## Problem description
Each line below should be set down again unchanged.

Data excerpts:
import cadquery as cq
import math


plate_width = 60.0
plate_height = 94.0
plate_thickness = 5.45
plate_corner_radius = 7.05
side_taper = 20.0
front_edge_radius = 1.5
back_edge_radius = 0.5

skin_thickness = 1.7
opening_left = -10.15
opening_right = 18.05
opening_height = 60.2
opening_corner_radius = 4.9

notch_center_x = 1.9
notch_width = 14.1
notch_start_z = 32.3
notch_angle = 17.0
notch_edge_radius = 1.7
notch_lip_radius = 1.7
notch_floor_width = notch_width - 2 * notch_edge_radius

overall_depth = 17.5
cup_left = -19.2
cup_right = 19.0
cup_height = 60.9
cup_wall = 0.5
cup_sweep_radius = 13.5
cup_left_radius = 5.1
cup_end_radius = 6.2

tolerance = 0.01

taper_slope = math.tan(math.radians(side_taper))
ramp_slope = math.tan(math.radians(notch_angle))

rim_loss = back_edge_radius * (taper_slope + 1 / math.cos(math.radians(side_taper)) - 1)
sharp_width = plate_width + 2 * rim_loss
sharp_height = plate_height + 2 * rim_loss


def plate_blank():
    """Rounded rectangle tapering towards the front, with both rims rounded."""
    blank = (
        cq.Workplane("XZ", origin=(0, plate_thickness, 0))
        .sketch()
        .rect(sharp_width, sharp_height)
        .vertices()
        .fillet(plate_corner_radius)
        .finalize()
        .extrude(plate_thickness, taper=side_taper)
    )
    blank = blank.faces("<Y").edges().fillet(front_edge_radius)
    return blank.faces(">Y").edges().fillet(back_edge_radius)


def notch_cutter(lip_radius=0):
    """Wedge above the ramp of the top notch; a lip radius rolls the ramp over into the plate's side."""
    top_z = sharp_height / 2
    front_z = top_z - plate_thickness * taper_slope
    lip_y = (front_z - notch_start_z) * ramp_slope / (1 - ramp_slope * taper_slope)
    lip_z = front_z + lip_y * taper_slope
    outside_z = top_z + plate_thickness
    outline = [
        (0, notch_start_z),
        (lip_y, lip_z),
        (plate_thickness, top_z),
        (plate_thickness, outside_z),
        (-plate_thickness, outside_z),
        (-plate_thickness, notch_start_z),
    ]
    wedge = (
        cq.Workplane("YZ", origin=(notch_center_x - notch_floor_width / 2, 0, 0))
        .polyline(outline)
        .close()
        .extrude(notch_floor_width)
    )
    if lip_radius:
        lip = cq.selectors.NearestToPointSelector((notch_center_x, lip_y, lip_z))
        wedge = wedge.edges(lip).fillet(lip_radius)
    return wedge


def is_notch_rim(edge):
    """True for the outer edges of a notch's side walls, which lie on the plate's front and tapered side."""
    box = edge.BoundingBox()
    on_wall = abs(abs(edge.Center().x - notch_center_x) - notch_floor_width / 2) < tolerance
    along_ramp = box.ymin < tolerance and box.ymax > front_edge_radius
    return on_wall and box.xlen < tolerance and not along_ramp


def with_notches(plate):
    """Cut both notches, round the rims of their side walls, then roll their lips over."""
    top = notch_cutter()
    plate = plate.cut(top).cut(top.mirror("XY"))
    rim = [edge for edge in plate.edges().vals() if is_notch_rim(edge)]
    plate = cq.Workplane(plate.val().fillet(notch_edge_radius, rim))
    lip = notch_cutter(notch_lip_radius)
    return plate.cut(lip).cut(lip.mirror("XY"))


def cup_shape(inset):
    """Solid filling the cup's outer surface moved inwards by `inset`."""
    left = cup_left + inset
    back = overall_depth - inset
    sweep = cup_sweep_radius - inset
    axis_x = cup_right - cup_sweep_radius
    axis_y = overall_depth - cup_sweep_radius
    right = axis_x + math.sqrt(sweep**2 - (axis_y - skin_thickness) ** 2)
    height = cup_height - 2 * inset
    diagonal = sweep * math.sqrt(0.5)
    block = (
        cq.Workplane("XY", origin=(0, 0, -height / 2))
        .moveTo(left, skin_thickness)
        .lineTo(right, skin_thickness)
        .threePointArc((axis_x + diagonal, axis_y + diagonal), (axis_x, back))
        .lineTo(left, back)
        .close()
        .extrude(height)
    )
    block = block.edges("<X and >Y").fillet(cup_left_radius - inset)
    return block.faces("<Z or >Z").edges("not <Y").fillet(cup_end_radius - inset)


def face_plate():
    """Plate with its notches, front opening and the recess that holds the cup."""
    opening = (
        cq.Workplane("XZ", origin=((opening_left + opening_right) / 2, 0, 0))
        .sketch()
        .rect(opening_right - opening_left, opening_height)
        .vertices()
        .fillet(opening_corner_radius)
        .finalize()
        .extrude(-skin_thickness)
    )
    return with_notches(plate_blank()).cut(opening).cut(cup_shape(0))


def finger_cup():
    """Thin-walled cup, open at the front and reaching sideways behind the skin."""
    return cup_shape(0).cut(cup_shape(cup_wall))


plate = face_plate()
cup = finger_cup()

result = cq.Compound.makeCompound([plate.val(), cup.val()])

## The completed task
import cadquery as cq
import math


plate_width = 60.0
plate_height = 94.0
plate_thickness = 5.45
plate_corner_radius = 7.05
side_taper = 20.0
front_edge_radius = 1.5
back_edge_radius = 0.5

skin_thickness = 1.7
opening_left = -10.15
opening_right = 18.05
opening_height = 60.2
opening_corner_radius = 4.9

notch_center_x = 1.9
notch_width = 14.1
notch_start_z = 32.3
notch_angle = 17.0
notch_edge_radius = 1.7
notch_lip_radius = 1.7
notch_floor_width = notch_width - 2 * notch_edge_radius

overall_depth = 17.5
cup_left = -19.2
cup_right = 19.0
cup_height = 60.9
cup_wall = 0.5
cup_sweep_radius = 13.5
cup_left_radius = 5.1
cup_end_radius = 6.2

tolerance = 0.01

taper_slope = math.tan(math.radians(side_taper))
ramp_slope = math.tan(math.radians(notch_angle))

rim_loss = back_edge_radius * (taper_slope + 1 / math.cos(math.radians(side_taper)) - 1)
sharp_width = plate_width + 2 * rim_loss
sharp_height = plate_height + 2 * rim_loss


def plate_blank():
    """Rounded rectangle tapering towards the front, with both rims rounded."""
    blank = (
        cq.Workplane("XZ", origin=(0, plate_thickness, 0))
        .sketch()
        .rect(sharp_width, sharp_height)
        .vertices()
        .fillet(plate_corner_radius)
        .finalize()
        .extrude(plate_thickness, taper=side_taper)
    )
    blank = blank.faces("<Y").edges().fillet(front_edge_radius)
    return blank.faces(">Y").edges().fillet(back_edge_radius)


def notch_cutter(lip_radius=0):
    """Wedge above the ramp of the top notch; a lip radius rolls the ramp over into the plate's side."""
    top_z = sharp_height / 2
    front_z = top_z - plate_thickness * taper_slope
    lip_y = (front_z - notch_start_z) * ramp_slope / (1 - ramp_slope * taper_slope)
    lip_z = front_z + lip_y * taper_slope
    outside_z = top_z + plate_thickness
    outline = [
        (0, notch_start_z),
        (lip_y, lip_z),
        (plate_thickness, top_z),
        (plate_thickness, outside_z),
        (-plate_thickness, outside_z),
        (-plate_thickness, notch_start_z),
    ]
    wedge = (
        cq.Workplane("YZ", origin=(notch_center_x - notch_floor_width / 2, 0, 0))
        .polyline(outline)
        .close()
        .extrude(notch_floor_width)
    )
    if lip_radius:
        lip = cq.selectors.NearestToPointSelector((notch_center_x, lip_y, lip_z))
        wedge = wedge.edges(lip).fillet(lip_radius)
    return wedge


def is_notch_rim(edge):
    """True for the outer edges of a notch's side walls, which lie on the plate's front and tapered side."""
    box = edge.BoundingBox()
    on_wall = abs(abs(edge.Center().x - notch_center_x) - notch_floor_width / 2) < tolerance
    along_ramp = box.ymin < tolerance and box.ymax > front_edge_radius
    return on_wall and box.xlen < tolerance and not along_ramp


def with_notches(plate):
    """Cut both notches, round the rims of their side walls, then roll their lips over."""
    top = notch_cutter()
    plate = plate.cut(top).cut(top.mirror("XY"))
    rim = [edge for edge in plate.edges().vals() if is_notch_rim(edge)]
    plate = cq.Workplane(plate.val().fillet(notch_edge_radius, rim))
    lip = notch_cutter(notch_lip_radius)
    return plate.cut(lip).cut(lip.mirror("XY"))


def cup_shape(inset):
    """Solid filling the cup's outer surface moved inwards by `inset`."""
    left = cup_left + inset
    back = overall_depth - inset
    sweep = cup_sweep_radius - inset
    axis_x = cup_right - cup_sweep_radius
    axis_y = overall_depth - cup_sweep_radius
    right = axis_x + math.sqrt(sweep**2 - (axis_y - skin_thickness) ** 2)
    height = cup_height - 2 * inset
    diagonal = sweep * math.sqrt(0.5)
    block = (
        cq.Workplane("XY", origin=(0, 0, -height / 2))
        .moveTo(left, skin_thickness)
        .lineTo(right, skin_thickness)
        .threePointArc((axis_x + diagonal, axis_y + diagonal), (axis_x, back))
        .lineTo(left, back)
        .close()
        .extrude(height)
    )
    block = block.edges("<X and >Y").fillet(cup_left_radius - inset)
    return block.faces("<Z or >Z").edges("not <Y").fillet(cup_end_radius - inset)


def face_plate():
    """Plate with its notches, front opening and the recess that holds the cup."""
    opening = (
        cq.Workplane("XZ", origin=((opening_left + opening_right) / 2, 0, 0))
        .sketch()
        .rect(opening_right - opening_left, opening_height)
        .vertices()
        .fillet(opening_corner_radius)
        .finalize()
        .extrude(-skin_thickness)
    )
    return with_notches(plate_blank()).cut(opening).cut(cup_shape(0))


def finger_cup():
    """Thin-walled cup, open at the front and reaching sideways behind the skin."""
    return cup_shape(0).cut(cup_shape(cup_wall))


plate = face_plate()
cup = finger_cup()

result = cq.Compound.makeCompound([plate.val(), cup.val()])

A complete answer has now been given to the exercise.